**Work order:** If a line in the material below has the word "lambda", copy it.

**Data extracts:**
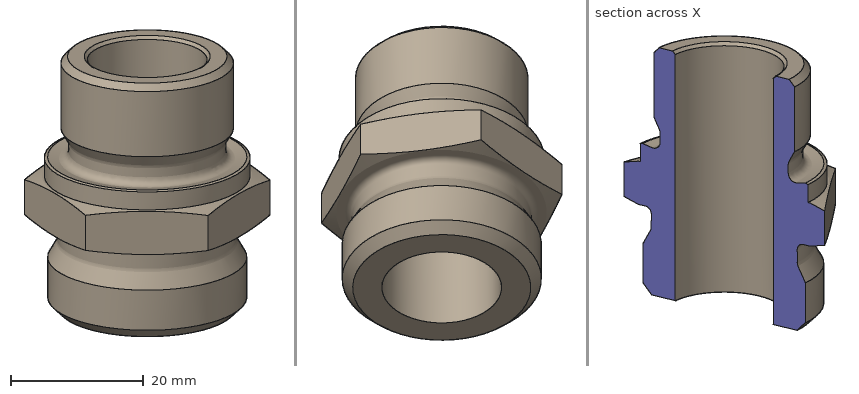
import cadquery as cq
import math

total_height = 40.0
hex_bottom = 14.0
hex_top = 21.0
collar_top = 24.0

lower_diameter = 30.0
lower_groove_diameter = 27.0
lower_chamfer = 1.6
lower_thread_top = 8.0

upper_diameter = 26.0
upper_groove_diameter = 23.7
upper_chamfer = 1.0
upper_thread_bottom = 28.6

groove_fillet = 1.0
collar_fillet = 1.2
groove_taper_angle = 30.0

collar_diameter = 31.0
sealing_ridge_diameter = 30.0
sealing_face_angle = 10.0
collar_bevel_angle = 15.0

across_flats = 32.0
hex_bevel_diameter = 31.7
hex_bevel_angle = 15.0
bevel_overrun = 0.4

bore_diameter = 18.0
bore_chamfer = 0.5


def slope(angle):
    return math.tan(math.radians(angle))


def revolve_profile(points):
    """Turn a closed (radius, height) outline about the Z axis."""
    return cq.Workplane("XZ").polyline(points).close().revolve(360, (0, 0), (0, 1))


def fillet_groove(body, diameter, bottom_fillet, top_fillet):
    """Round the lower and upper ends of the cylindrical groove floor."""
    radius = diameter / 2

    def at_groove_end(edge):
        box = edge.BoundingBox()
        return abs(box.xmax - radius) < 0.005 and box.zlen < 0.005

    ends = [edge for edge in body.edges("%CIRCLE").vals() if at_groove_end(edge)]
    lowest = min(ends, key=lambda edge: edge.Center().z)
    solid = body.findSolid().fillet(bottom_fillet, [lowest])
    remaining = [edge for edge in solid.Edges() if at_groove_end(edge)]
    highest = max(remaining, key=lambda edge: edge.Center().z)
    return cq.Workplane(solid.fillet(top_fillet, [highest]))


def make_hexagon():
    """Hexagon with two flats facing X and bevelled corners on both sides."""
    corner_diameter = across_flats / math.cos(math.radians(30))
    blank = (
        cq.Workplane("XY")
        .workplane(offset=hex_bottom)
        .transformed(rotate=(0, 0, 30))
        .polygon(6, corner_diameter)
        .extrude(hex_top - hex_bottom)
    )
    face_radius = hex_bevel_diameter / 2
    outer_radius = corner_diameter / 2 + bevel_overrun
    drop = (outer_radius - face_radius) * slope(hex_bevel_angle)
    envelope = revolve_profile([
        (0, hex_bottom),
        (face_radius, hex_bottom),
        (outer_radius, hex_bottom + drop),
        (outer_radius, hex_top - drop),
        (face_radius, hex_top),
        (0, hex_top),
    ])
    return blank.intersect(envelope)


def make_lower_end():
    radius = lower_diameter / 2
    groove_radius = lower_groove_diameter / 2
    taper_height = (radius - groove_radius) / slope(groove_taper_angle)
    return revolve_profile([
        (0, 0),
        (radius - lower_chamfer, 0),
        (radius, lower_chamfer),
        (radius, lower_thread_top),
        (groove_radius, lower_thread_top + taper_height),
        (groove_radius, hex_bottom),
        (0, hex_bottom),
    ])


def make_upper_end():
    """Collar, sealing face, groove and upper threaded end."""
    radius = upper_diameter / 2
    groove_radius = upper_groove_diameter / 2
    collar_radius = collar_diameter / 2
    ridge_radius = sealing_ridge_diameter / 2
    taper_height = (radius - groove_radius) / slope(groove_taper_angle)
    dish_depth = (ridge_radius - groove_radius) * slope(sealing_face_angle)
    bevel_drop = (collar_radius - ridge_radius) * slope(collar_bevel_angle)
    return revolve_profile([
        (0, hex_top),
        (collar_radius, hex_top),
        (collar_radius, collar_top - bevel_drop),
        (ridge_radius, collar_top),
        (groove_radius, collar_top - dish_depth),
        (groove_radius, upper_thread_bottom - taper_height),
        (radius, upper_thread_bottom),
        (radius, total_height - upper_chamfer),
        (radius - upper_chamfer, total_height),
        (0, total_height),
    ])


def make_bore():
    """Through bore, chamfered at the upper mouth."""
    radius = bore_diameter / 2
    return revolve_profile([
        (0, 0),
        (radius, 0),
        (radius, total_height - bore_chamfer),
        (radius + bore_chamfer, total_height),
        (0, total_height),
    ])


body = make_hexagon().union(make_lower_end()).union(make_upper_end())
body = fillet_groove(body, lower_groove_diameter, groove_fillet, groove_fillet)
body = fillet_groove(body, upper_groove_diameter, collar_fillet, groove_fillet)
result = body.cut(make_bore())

**Task output:**
    lowest = min(ends, key=lambda edge: edge.Center().z)
    highest = max(remaining, key=lambda edge: edge.Center().z)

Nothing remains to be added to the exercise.